Kommen wir zur Sache: Mit dieser Ausstellung beziehen wir uns auf Aktivitäten, die neben dem schöpferischen Akt unabdingbar für den Kunstbetrieb sind und die wir im letzten Jahr schließlich auch selber zum Thema gemacht haben.
Es geht um den Kunstbetrieb und seine Organe selber, um das Netzwerk seiner Institutionen, aus deren Zusammenwirken das Ding hervorgeht, das Kunst genannt wird. Ein Ding mit einer erstaunlichen Zauberkraft, die z.B. aus einem Urinal das wichtigste künstlerische Objekt des 20 Jahrhunderts gemacht hat.
Dem Strömen dieser Zauberkraft und einigen ihrer Transformator-Einrichtungen sind wir bereits nachgegangen, diesmal vermischt sich besagte Zauberkraft mit dem Strömen alkoholischer Getränke.
Unter Institutionen des Kunstbetriebs versteht man landläufig Dinge wie die Galerie, die Kunstkritik, den Sammler. Und das Informieren über Beispiele dieser Art aus dem oberpfälzisch-fränkischen Raum gehört seit längerem ins Programm des Kunstverein Weiden.
Mit seiner aktuellen Ausstellung „Das Gregor Samsa und die fränkische Boheme aus dem Geist der 1960er Jahre“ aber warten wir mit einer Einrichtung auf, die kein Essential des Kunstbetriebs ist. Aber wenn es dieses Un-Essential gibt, dann kann es absolut essentiell werden. In Nürnberg gibt es so eines.
Gemeint ist die Künstlerkneipe. Und hier ist speziell das Gregor Samsa im Norden Nürnbergs ein Fall, der unserer Ansicht nach besondere Aufmerksamkeit verdient.
Anfang der 1970er Jahre wurde es gegründet. Die Gründer-Väter waren: Franz Gregor Hiltner, Lionel van der Meylen und Klaus Schlesinger.

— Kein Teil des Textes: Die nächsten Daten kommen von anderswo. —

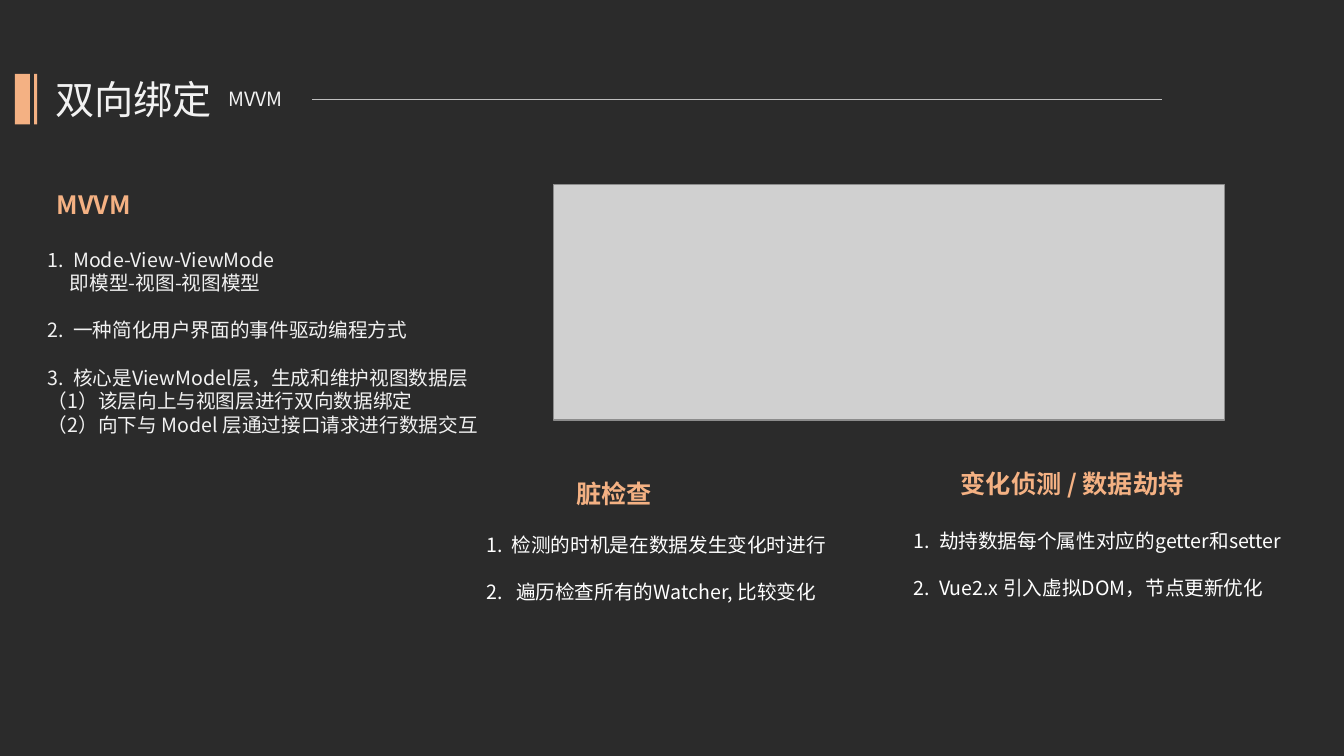
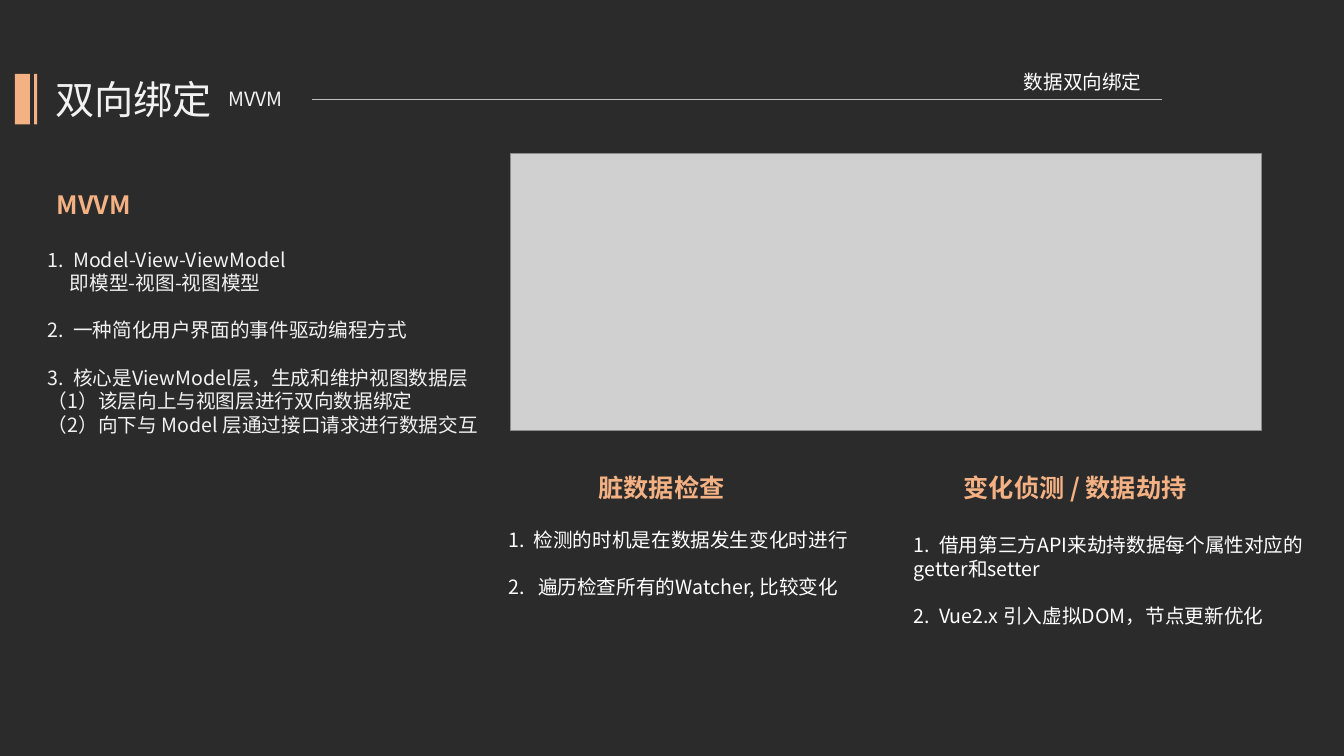
Before and after one commit to kcikkick/mvvm-demo, a slide deck: slide 7 of ppt/mvvm-demo.pptx (slide 6 before the commit). Drawn at 1344x756 pixels with LibreOffice and Linux fonts; fonts in the diff are those of the drawing; grey boxes stand for pictures; background and template pictures are left out; a plain dark background stands for a picture behind light text. Boxes give left, top, right and bottom in pixels: in the first picture for what was removed or moved away, otherwise in the second. Text is boxed around its words. In the diff, an @@ line names an element or a change of style, - is before the commit and + after.

```diff
--- a/ppt/mvvm-demo.pptx
+++ b/ppt/mvvm-demo.pptx
@@ text added at (1024,72,1142,91), 14 pt, text #FFFFFF @@
+数据双向绑定
@@ picture: place and size @@
-picture at (554,185,1225,419)
+picture at (511,154,1262,431)
@@ text at (48,251,286,268): text changed @@
-1. Mode-View-ViewMode
+1. Model-View-ViewModel
@@ text at (599,475,725,499): text changed @@
-脏检查
+脏数据检查
@@ text "变化侦测 / 数据劫持": place and size @@
-text "变化侦测 / 数据劫持" at (961,471,1184,496)
+text "变化侦测 / 数据劫持" at (964,475,1187,500)
@@ text "1. 检测的时机是在数据发生变化时进行": place and size @@
-text "1. 检测的时机是在数据发生变化时进行" at (486,535,826,603)
+text "1. 检测的时机是在数据发生变化时进行" at (508,530,848,598)
@@ text at (914,535,1303,554): text changed @@
-1. 劫持数据每个属性对应的getter和setter
+1. 借用第三方API来劫持数据每个属性对应的getter和setter
```
Also in this commit, not shown: 18 other slides changed, 4 slides added, 4 slides removed, 1 other file.

Makrokosmisch war das unter den Zeichen des gesellschaftlichen Umbruchs durch die weltweite Studenten- und Jugendbewegung, in der Endphase des Stellvertreter-Krieges, den die Supermächte Russland und Amerika in Vietnam führten, er dauerte bis 1975 und war einer der Gründe, die in Deutschland zur Gründung einer außerparlamentarischen Opposition führten
Das Gregor Samsa, dessen Name sich auf die Erzählung „ Die Verwandlung“ von Franz Kafka bezieht, wurde als literarisches Cafe gegründet, das sich dann über drei Jahrzehnte zum Mikrokosmos einer fränkischen Boheme entwickelte, die von Nah und Fern Freigeister aus allen sozialen Schichten anlockte und integrierte.
Auch heute noch hat es ein ähnlich gelagertes Publikum, das außerdem gutes, erfinderisch bereitetes Gulasch und ein Ambiente mit starker, eigener Atmosphäre zu schätzen weiß.
Die Künstlerschaft, die hier ihr Zuhause fand, teilweise in den Dachräumen wohnte, musikalisch vor allem dem Blues huldigte, umfasste alle künstlerischen Sparten und war aber, als alles anfing, ein gutes Jahrzehnt lang vor allem damit beschäftigt, die Grenzen des herkömmlichen comme-il-faut zu sprengen bzw im Zeichen des Saturn „Die Sau rauszulassen“ und einem außerparlamentarischen Hedonismus zu frönen.